Harry adds: “What’s most important to the two of us is to make sure that we don’t repeat the same mistakes that perhaps our parents made.”

“I think he is much more emotionally available to his children,” George says. “I think he’s much more hands-on. And I think that is because he would have wanted that for himself, and at times didn’t get that from his own dad.

“We often stand on the shoulders of our own parenting, and we decide we’re not going to be like our parents – we’re going to be better than our parents. Everybody does that naturally.”

George suggests a major reason the couple have released this controversial documentary is for Archie and Lilibet.

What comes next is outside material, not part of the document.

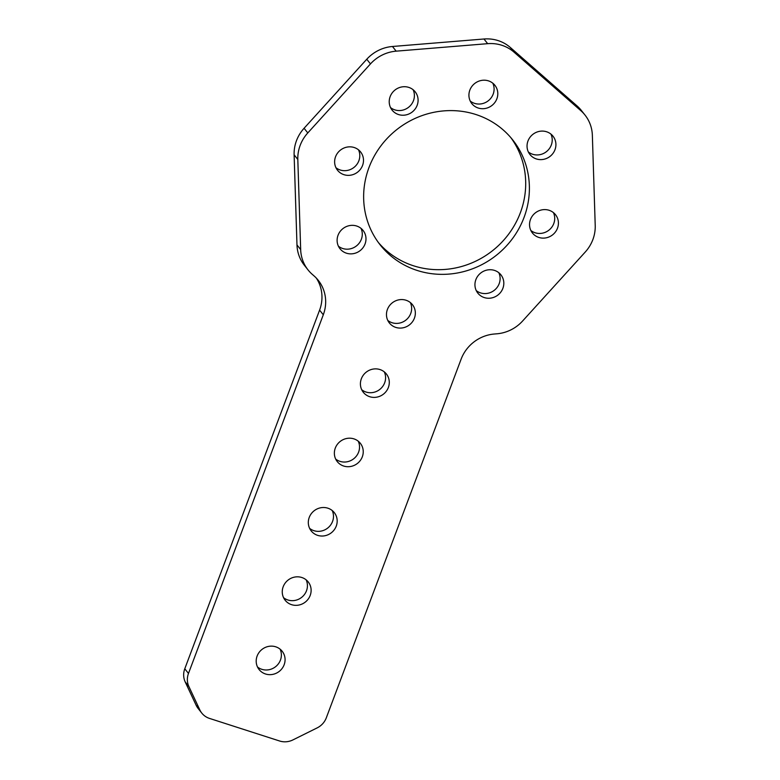 <?xml version="1.0" encoding="UTF-8"?>
<svg xmlns="http://www.w3.org/2000/svg" width="780" height="780" viewBox="0 0 780 780"><rect width="100%" height="100%" fill="white"/><g stroke="black" fill="none" stroke-linecap="round" stroke-linejoin="round"><path stroke-width="1.17" d="M585.254 252.028A37.576 35.627 141.6 0 0 592.858 239.606A37.576 35.627 141.6 0 0 595.218 225.498L592.361 135.369A37.576 35.627 141.6 0 0 585.01 115.06A37.576 35.627 141.6 0 0 580.768 110.604L514.039 52.163A37.576 35.627 141.6 0 0 487.666 43.67L396.162 51.158A37.576 35.627 141.6 0 0 370.461 63.911L307.788 132.931A37.576 35.627 141.6 0 0 297.814 159.461L300.671 249.59A37.576 35.627 141.6 0 0 308.032 269.899A37.576 35.627 141.6 0 0 312.273 274.355L314.057 275.915A37.576 35.627 -38.4 0 1 318.298 280.371A37.576 35.627 -38.4 0 1 323.29 314.788L188.477 673.452A17.755 16.838 141.6 0 0 188.897 686.566L199.836 709.927A17.755 16.838 141.6 0 0 201.776 713.076A17.755 16.838 141.6 0 0 209.547 718.429L279.62 741A17.755 16.838 141.6 0 0 292.939 739.908L317.187 727.876A17.755 16.838 141.6 0 0 326.303 717.834L461.116 359.171A37.576 35.627 -38.4 0 1 494.423 334.006L496.87 333.801A37.576 35.627 141.6 0 0 522.571 321.048L585.254 252.028M280.069 649.135A14.732 13.972 -38.4 0 1 280.449 660.075A14.732 13.972 -38.4 0 1 257.507 666.998M284.144 664.755A14.732 13.972 -38.4 0 1 272.668 674.398A14.732 13.972 -38.4 0 1 259.087 669.542A14.732 13.972 -38.4 0 1 257.127 656.048A14.732 13.972 -38.4 0 1 268.603 646.396A14.732 13.972 -38.4 0 1 282.185 651.261A14.732 13.972 -38.4 0 1 284.144 664.755M332.183 510.5A14.732 13.972 -38.4 0 1 332.553 521.45A14.732 13.972 -38.4 0 1 309.611 528.362M336.248 526.12A14.732 13.972 -38.4 0 1 324.782 535.772A14.732 13.972 -38.4 0 1 311.2 530.907A14.732 13.972 -38.4 0 1 309.241 517.423A14.732 13.972 -38.4 0 1 320.716 507.77A14.732 13.972 -38.4 0 1 334.298 512.626A14.732 13.972 -38.4 0 1 336.248 526.12M384.286 371.875A14.732 13.972 -38.4 0 1 384.657 382.814A14.732 13.972 -38.4 0 1 361.725 389.727M388.362 387.485A14.732 13.972 -38.4 0 1 376.886 397.137A14.732 13.972 -38.4 0 1 363.305 392.281A14.732 13.972 -38.4 0 1 361.345 378.787A14.732 13.972 -38.4 0 1 372.82 369.135A14.732 13.972 -38.4 0 1 386.402 374A14.732 13.972 -38.4 0 1 388.362 387.485M358.235 441.188A14.732 13.972 -38.4 0 1 358.605 452.127A14.732 13.972 -38.4 0 1 335.663 459.049M362.31 456.807A14.732 13.972 -38.4 0 1 350.834 466.45A14.732 13.972 -38.4 0 1 337.252 461.594A14.732 13.972 -38.4 0 1 335.293 448.1A14.732 13.972 -38.4 0 1 346.769 438.457A14.732 13.972 -38.4 0 1 360.35 443.313A14.732 13.972 -38.4 0 1 362.31 456.807M306.121 579.823A14.732 13.972 -38.4 0 1 306.501 590.762A14.732 13.972 -38.4 0 1 283.559 597.675M310.196 595.433A14.732 13.972 -38.4 0 1 298.721 605.085A14.732 13.972 -38.4 0 1 285.139 600.23A14.732 13.972 -38.4 0 1 283.189 586.736A14.732 13.972 -38.4 0 1 294.655 577.083A14.732 13.972 -38.4 0 1 308.236 581.948A14.732 13.972 -38.4 0 1 310.196 595.433M410.339 302.552A14.732 13.972 -38.4 0 1 410.719 313.502A14.732 13.972 -38.4 0 1 387.777 320.414M414.414 318.172A14.732 13.972 -38.4 0 1 402.938 327.824A14.732 13.972 -38.4 0 1 389.356 322.959A14.732 13.972 -38.4 0 1 387.397 309.475A14.732 13.972 -38.4 0 1 398.873 299.822A14.732 13.972 -38.4 0 1 412.454 304.678A14.732 13.972 -38.4 0 1 414.414 318.172M492.794 83.187A14.732 13.972 -38.4 0 1 493.174 94.127A14.732 13.972 -38.4 0 1 470.233 101.049M496.87 98.806A14.732 13.972 -38.4 0 1 485.394 108.449A14.732 13.972 -38.4 0 1 471.812 103.594A14.732 13.972 -38.4 0 1 469.852 90.1A14.732 13.972 -38.4 0 1 481.328 80.457A14.732 13.972 -38.4 0 1 494.91 85.312A14.732 13.972 -38.4 0 1 496.87 98.806M358.498 149.828A14.732 13.972 -38.4 0 1 358.868 160.768A14.732 13.972 -38.4 0 1 335.927 167.69M362.564 165.448A14.732 13.972 -38.4 0 1 351.088 175.1A14.732 13.972 -38.4 0 1 337.516 170.235A14.732 13.972 -38.4 0 1 335.556 156.751A14.732 13.972 -38.4 0 1 347.032 147.098A14.732 13.972 -38.4 0 1 360.613 151.954A14.732 13.972 -38.4 0 1 362.564 165.448M413.088 89.71A14.732 13.972 -38.4 0 1 413.468 100.649A14.732 13.972 -38.4 0 1 390.526 107.562M417.163 105.319A14.732 13.972 -38.4 0 1 405.688 114.972A14.732 13.972 -38.4 0 1 392.106 110.117A14.732 13.972 -38.4 0 1 390.156 96.622A14.732 13.972 -38.4 0 1 401.622 86.97A14.732 13.972 -38.4 0 1 415.204 91.835A14.732 13.972 -38.4 0 1 417.163 105.319M360.984 228.335A14.732 13.972 -38.4 0 1 361.354 239.275A14.732 13.972 -38.4 0 1 338.423 246.197M365.06 243.955A14.732 13.972 -38.4 0 1 353.584 253.607A14.732 13.972 -38.4 0 1 340.002 248.742A14.732 13.972 -38.4 0 1 338.042 235.258A14.732 13.972 -38.4 0 1 349.518 225.605A14.732 13.972 -38.4 0 1 363.1 230.461A14.732 13.972 -38.4 0 1 365.06 243.955M498.81 272.717A14.732 13.972 -38.4 0 1 499.18 283.666A14.732 13.972 -38.4 0 1 476.239 290.579M502.885 288.337A14.732 13.972 -38.4 0 1 491.41 297.989A14.732 13.972 -38.4 0 1 477.828 293.124A14.732 13.972 -38.4 0 1 475.868 279.64A14.732 13.972 -38.4 0 1 487.344 269.987A14.732 13.972 -38.4 0 1 500.926 274.843A14.732 13.972 -38.4 0 1 502.885 288.337M553.41 212.599A14.732 13.972 -38.4 0 1 553.78 223.538A14.732 13.972 -38.4 0 1 530.839 230.461M557.486 228.218A14.732 13.972 -38.4 0 1 546.01 237.861A14.732 13.972 -38.4 0 1 532.428 233.005A14.732 13.972 -38.4 0 1 530.468 219.511A14.732 13.972 -38.4 0 1 541.944 209.859A14.732 13.972 -38.4 0 1 555.526 214.724A14.732 13.972 -38.4 0 1 557.486 228.218M550.914 134.092A14.732 13.972 -38.4 0 1 551.294 145.031A14.732 13.972 -38.4 0 1 528.352 151.954M554.99 149.701A14.732 13.972 -38.4 0 1 543.514 159.354A14.732 13.972 -38.4 0 1 529.932 154.499A14.732 13.972 -38.4 0 1 527.972 141.005A14.732 13.972 -38.4 0 1 539.448 131.352A14.732 13.972 -38.4 0 1 553.03 136.217A14.732 13.972 -38.4 0 1 554.99 149.701M368.989 167.515A84.542 80.165 141.6 0 0 380.231 244.939A84.542 80.165 141.6 0 0 458.182 272.844A84.542 80.165 141.6 0 0 524.043 217.445A84.542 80.165 141.6 0 0 512.801 140.02A84.542 80.165 141.6 0 0 434.85 112.115A84.542 80.165 141.6 0 0 368.989 167.515M378.427 242.57A84.542 80.165 141.6 0 0 456.007 267.862A84.542 80.165 141.6 0 0 520.348 212.774A84.542 80.165 141.6 0 0 510.91 137.719M201.776 713.076L198.081 708.406A17.755 16.838 -38.4 0 1 196.141 705.256L185.191 681.895A17.755 16.838 -38.4 0 1 184.782 668.782L188.477 673.452M323.29 314.788L319.595 310.118L184.782 668.782M319.595 310.118A37.576 35.627 141.6 0 0 316.339 278.119M308.032 269.899L304.327 265.219A37.576 35.627 -38.4 0 1 296.975 244.92L300.671 249.59M297.814 159.461L294.119 154.791L296.975 244.92M294.119 154.791A37.576 35.627 -38.4 0 1 304.083 128.261L307.788 132.931M370.461 63.911L366.766 59.241L304.083 128.261M366.766 59.241A37.576 35.627 -38.4 0 1 392.467 46.488L396.162 51.158M487.666 43.67L483.97 39L392.467 46.488M483.97 39A37.576 35.627 -38.4 0 1 510.344 47.492L514.039 52.163M580.768 110.604L577.063 105.934L510.344 47.492M577.063 105.934A37.576 35.627 -38.4 0 1 581.305 110.389L585.01 115.06M188.897 686.566L185.191 681.895M196.141 705.256L199.836 709.927"/></g></svg>

“They’re role models for their own children. There’s something really important there, which is they want to be perceived by their children as good parents.

“They want to be perceived in a way that they see themselves, which is as a strong, emotionally available couple – and that’s different to how his mum and dad were, because they were very separate, and they were very disconnected.”

George recommends looking at the BACP’s couples collective booklet for advice on how to navigate relationships.